> [TASK STATEMENT]: Filter this data down to the lines that hold "release", and copy them.
* * *
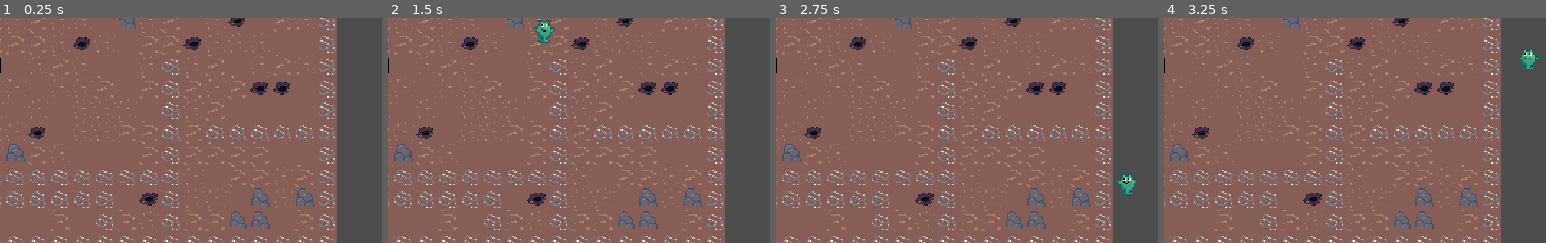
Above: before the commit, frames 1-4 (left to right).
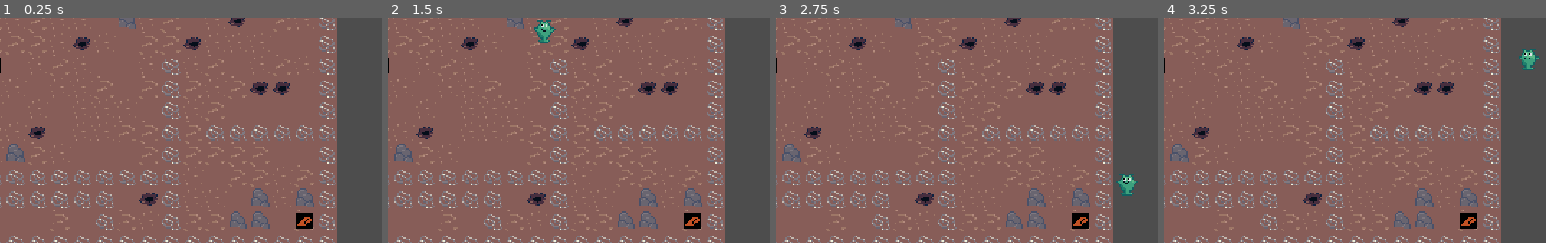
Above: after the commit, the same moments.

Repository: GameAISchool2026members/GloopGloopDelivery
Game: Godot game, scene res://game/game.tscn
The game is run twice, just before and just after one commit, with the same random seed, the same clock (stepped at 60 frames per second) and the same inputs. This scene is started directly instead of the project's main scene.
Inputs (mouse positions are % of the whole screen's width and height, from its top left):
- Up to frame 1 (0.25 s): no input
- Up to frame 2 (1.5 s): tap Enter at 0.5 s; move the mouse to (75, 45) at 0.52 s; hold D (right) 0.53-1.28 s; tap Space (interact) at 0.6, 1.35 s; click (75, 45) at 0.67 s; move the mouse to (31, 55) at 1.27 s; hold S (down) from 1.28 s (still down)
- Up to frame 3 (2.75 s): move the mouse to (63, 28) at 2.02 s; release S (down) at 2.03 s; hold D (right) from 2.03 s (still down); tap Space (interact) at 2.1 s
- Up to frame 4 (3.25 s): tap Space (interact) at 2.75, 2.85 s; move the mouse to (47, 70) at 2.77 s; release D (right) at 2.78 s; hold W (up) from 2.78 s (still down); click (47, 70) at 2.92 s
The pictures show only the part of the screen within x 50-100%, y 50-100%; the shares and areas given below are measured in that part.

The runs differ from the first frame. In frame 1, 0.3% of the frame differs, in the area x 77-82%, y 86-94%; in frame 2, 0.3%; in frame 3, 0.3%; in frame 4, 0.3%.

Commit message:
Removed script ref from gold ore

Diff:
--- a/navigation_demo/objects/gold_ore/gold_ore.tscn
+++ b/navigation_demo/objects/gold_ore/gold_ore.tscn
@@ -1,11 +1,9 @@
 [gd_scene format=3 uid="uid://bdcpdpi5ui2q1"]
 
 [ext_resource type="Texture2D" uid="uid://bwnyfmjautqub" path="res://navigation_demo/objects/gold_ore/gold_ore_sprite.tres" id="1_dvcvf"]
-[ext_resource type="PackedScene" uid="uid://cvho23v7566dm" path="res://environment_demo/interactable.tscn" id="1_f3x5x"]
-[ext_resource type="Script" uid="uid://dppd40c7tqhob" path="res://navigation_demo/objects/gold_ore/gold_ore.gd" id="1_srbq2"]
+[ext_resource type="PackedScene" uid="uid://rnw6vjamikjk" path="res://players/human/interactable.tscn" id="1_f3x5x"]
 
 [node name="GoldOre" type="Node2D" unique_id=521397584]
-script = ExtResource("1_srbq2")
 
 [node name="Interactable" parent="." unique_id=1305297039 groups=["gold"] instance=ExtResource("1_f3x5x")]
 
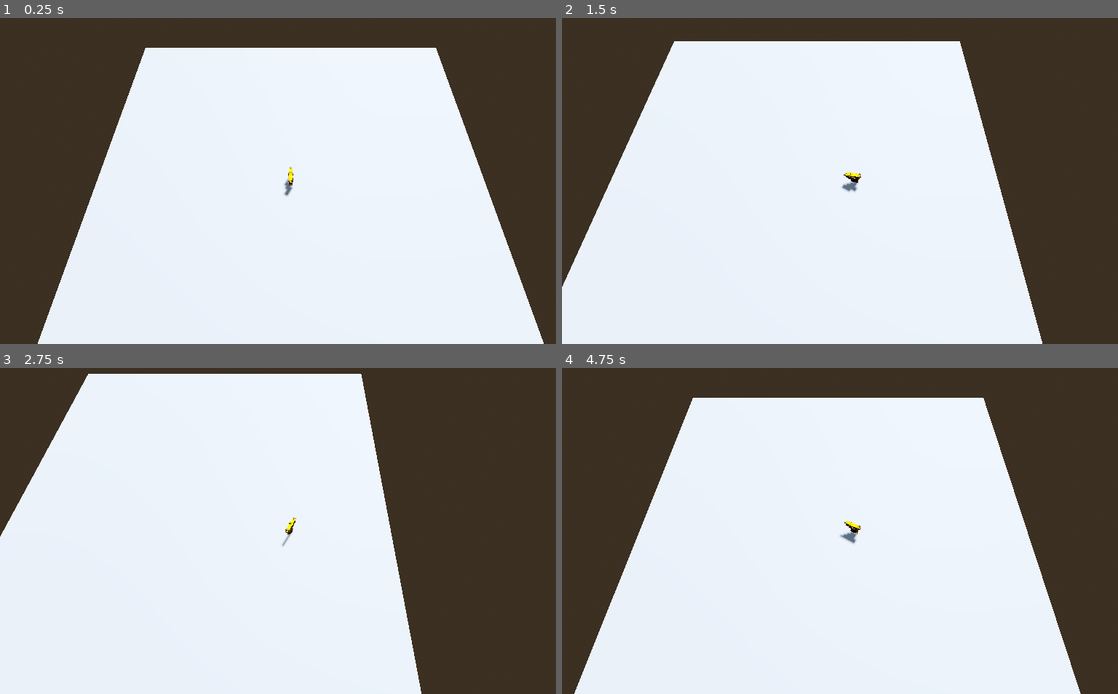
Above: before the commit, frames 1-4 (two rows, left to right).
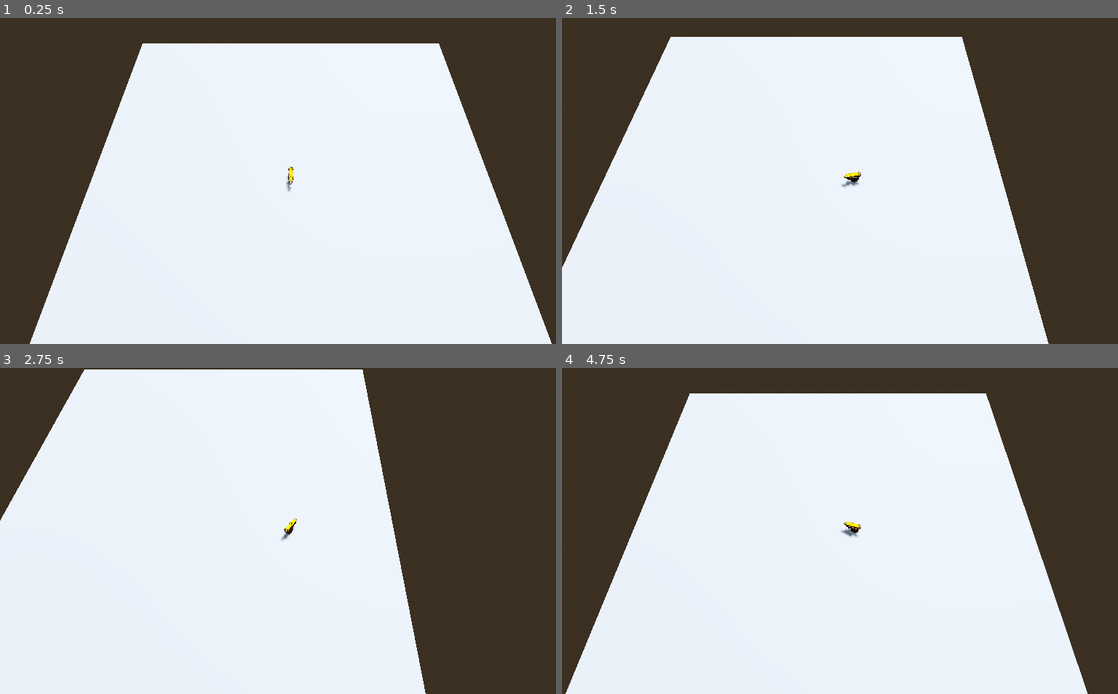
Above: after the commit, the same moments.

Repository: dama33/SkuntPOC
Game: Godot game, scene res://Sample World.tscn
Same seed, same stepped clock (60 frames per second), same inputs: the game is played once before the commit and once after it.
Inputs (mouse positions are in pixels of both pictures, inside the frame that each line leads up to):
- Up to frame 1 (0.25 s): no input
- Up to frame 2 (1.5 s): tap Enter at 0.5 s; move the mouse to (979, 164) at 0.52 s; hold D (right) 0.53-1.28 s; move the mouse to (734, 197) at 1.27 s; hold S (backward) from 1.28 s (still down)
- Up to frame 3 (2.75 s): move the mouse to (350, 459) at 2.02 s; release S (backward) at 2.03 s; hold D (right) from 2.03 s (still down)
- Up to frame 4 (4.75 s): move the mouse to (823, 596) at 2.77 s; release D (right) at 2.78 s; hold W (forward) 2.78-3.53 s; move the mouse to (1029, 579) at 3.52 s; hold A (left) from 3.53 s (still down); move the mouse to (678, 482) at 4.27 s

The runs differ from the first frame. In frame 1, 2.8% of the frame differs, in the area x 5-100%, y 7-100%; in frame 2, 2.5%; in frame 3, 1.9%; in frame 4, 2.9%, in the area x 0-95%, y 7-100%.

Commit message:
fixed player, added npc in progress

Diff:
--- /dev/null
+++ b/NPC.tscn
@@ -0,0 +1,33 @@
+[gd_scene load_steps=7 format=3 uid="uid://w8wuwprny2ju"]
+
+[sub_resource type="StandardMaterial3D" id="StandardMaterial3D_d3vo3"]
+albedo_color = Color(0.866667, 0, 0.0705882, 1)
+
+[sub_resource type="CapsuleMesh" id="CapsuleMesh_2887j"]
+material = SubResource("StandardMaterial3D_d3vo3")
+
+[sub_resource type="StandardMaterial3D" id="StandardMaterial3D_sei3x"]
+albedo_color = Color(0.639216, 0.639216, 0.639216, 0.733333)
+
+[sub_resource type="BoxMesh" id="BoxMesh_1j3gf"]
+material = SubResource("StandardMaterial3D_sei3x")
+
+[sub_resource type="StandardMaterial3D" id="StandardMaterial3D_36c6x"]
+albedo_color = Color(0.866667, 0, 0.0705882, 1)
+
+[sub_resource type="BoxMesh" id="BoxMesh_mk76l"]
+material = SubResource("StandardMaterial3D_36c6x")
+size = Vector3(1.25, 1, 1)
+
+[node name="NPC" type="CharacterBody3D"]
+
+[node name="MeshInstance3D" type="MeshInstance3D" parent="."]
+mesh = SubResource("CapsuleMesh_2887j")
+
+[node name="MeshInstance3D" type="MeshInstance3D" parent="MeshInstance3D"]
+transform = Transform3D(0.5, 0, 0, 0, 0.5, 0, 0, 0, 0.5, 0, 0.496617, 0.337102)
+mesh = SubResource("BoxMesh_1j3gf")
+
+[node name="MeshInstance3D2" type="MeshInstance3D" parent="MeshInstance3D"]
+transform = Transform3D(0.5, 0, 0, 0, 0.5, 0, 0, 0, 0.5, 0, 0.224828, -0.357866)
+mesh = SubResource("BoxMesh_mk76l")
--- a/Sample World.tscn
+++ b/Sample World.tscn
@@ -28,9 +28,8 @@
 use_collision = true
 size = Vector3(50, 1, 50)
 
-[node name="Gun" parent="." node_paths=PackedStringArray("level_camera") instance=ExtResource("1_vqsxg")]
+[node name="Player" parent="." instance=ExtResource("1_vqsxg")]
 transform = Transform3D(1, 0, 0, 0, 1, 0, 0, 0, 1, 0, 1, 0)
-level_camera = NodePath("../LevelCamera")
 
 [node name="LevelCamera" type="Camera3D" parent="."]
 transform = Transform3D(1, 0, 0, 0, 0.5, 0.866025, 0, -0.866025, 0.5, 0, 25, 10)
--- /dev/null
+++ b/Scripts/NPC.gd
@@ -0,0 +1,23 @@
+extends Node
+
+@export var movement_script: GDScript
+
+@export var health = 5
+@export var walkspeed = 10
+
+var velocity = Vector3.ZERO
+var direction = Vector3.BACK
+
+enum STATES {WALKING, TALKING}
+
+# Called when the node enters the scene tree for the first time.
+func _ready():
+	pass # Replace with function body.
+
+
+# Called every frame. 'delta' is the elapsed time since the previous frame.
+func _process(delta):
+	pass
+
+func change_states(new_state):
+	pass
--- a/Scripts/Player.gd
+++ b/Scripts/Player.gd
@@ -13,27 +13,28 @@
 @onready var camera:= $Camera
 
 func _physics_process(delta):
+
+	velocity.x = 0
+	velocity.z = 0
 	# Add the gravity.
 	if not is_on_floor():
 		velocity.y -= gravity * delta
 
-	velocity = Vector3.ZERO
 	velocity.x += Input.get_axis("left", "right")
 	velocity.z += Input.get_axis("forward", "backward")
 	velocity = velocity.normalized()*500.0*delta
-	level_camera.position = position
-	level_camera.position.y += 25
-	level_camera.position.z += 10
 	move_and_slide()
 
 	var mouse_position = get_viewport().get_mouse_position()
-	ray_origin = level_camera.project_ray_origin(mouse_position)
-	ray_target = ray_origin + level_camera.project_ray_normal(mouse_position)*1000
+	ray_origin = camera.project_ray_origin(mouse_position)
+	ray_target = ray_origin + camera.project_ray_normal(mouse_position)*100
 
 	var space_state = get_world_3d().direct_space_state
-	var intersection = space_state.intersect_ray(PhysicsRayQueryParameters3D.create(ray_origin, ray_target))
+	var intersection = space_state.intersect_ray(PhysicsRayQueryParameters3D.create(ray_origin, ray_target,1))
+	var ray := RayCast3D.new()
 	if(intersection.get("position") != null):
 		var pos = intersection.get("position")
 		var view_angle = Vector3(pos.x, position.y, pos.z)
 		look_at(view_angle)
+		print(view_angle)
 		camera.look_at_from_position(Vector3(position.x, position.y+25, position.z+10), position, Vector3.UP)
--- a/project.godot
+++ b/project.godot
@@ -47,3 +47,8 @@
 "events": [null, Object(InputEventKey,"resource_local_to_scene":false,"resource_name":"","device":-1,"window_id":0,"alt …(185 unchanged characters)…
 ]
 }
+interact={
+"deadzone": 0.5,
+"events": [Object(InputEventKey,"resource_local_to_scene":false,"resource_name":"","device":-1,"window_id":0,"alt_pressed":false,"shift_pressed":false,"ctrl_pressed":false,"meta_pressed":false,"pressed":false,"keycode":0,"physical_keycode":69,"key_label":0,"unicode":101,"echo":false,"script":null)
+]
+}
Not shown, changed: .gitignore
* * *
> [OUTPUT FOR THIS EXERCISE]:
- Up to frame 3 (2.75 s): move the mouse to (63, 28) at 2.02 s; release S (down) at 2.03 s; hold D (right) from 2.03 s (still down); tap Space (interact) at 2.1 s
- Up to frame 4 (3.25 s): tap Space (interact) at 2.75, 2.85 s; move the mouse to (47, 70) at 2.77 s; release D (right) at 2.78 s; hold W (up) from 2.78 s (still down); click (47, 70) at 2.92 s
- Up to frame 3 (2.75 s): move the mouse to (350, 459) at 2.02 s; release S (backward) at 2.03 s; hold D (right) from 2.03 s (still down)
- Up to frame 4 (4.75 s): move the mouse to (823, 596) at 2.77 s; release D (right) at 2.78 s; hold W (forward) 2.78-3.53 s; move the mouse to (1029, 579) at 3.52 s; hold A (left) from 3.53 s (still down); move the mouse to (678, 482) at 4.27 s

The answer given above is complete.